Once inside, close your eyes. Listen to the river gurgling in the distance, the birds who know to keep their chatter to a respectful volume. Open your eyes, and watch the mud temples and walls against the crystal sky. Watch the sky tracing the outlines of the larger mud walls, the mountains in the distance. Breathe in the prayers of a millennium.

That might be the most important thing — breathe deeply. You will need that air later.

If you are there to ask the gods for favors, I won’t promise that they will answer. They are off duty (would you pick up a client’s call at midnight?). But if you are there for conversation, there to listen to the secrets they have been keeping for a thousand years, there for friendship rather than for favors, I’m willing to bet you will not be disappointed.

The locals tell me that one must walk clockwise through this monastery. I trust them on that — you probably should too. All the same, the first time I went in, no one had told me yet to move clockwise, and so I didn’t. I moved from structure to structure, as they called out to me, beckoned me over. I ran my hands over the engravings on the doors, and I sat down to write outside the temple of the mother goddess. I had my back to her, and I wondered briefly how she felt about that, but ultimately, she didn’t seem to care. She knew I meant no disrespect. I was there for love, for friendship, and I think she understood that. I think that meant more to her than did the direction in which I walked or faced.
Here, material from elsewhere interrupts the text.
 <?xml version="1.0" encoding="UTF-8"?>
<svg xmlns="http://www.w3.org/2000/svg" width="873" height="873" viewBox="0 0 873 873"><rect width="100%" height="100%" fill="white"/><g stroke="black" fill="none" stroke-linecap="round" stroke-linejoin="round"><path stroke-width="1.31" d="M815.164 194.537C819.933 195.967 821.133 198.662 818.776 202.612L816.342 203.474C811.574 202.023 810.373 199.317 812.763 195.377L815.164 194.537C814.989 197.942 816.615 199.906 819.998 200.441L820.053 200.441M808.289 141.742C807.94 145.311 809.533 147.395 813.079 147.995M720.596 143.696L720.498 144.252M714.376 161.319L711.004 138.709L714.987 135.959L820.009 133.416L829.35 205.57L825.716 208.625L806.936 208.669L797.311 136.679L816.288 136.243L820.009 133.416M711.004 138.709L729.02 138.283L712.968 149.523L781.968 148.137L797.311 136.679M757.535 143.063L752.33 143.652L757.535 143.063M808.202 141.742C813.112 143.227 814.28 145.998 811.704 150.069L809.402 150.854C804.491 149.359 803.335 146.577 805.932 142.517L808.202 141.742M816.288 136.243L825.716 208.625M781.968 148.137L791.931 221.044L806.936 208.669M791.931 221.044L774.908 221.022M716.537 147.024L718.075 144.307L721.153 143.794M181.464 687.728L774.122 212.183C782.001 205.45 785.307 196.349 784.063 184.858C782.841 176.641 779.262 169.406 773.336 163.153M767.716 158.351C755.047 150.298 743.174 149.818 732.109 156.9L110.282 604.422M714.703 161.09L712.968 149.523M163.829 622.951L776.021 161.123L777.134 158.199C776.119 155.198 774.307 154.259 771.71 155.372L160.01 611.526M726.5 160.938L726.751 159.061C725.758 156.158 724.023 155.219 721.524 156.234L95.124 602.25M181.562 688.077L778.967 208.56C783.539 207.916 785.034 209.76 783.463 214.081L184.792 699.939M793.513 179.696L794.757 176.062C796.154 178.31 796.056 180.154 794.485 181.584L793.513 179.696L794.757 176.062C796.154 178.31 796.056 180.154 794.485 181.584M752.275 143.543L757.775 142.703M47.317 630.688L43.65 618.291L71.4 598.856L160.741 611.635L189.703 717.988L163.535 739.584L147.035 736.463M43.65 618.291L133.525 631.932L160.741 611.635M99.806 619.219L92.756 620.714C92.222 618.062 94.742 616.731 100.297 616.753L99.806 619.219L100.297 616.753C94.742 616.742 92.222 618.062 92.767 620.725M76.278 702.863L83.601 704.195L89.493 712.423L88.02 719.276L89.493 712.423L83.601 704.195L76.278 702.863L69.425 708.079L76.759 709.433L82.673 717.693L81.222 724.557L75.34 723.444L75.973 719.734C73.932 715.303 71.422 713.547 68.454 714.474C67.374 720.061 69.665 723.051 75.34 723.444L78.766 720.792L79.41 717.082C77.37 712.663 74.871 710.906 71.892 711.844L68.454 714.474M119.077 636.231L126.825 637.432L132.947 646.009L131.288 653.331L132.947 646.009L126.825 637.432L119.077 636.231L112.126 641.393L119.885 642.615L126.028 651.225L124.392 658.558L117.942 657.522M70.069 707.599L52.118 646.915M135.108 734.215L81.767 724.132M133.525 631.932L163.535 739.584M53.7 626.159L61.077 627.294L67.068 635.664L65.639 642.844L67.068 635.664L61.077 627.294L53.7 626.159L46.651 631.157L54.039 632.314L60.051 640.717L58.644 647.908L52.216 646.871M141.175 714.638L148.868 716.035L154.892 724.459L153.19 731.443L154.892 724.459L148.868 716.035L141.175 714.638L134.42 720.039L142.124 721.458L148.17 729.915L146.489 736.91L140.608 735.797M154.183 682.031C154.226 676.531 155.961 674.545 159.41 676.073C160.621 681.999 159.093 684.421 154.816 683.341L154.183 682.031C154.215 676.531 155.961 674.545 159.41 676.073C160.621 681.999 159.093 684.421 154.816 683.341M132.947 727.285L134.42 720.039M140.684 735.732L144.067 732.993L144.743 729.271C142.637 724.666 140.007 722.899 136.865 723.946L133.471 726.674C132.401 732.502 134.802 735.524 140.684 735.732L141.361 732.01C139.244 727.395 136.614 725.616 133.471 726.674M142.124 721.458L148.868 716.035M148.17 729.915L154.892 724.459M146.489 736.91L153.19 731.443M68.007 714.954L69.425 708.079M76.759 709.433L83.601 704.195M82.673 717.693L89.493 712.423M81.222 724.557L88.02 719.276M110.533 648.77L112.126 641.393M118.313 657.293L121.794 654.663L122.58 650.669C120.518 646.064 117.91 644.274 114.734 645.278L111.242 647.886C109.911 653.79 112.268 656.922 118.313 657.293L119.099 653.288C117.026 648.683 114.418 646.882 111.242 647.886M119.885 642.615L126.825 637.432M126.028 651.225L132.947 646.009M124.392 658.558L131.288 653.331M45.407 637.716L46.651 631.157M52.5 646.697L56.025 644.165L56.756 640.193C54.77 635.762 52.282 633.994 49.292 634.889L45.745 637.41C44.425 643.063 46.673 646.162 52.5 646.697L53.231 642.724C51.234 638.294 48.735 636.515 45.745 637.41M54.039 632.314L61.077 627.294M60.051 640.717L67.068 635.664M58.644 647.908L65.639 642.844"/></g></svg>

As you walk out, stop by the shops. The shopkeepers, who have been just as busy with tourists all day as the gods have been, have time to talk in the evening. Let them tell you about what brought them to this town — or what leads them away from this town every winter and brings them back every spring. Let them tell you about another god and where you can meet him, April to October, for a week at a time (it doesn’t matter if you don’t want to meet him — it’s good to know anyway). Let one of them invite you home for tea or sell you a scarf for your mother. Let them explain to you the flags that tourists will buy. Let them give you the stories that cannot be bought.

Walk to the river. Get lost. Let a farmer tell you which way to go, allow you a shortcut through her fields. Let yourself get more lost in those fields when she disappears before you’ve found your way. Accept the slosh of your shoes wading through just-irrigated fields. Stretch your arms into a T, learn to balance on the narrow raised ledges crisscrossing through the fields. Find your way through the barbed wire, back at the mud structures.

Go into the monastery one more time. If you’re lucky, it is now dark enough for the stars. If you’re really lucky, there is no moon, and the stars have free reign of this particular night. Walk through the monastery again, this time by starlight. Walk silently — the gods are probably asleep, and so is most of the town.

Relish being awake and alive amongst resting gods. It may be the closest you ever come to godness.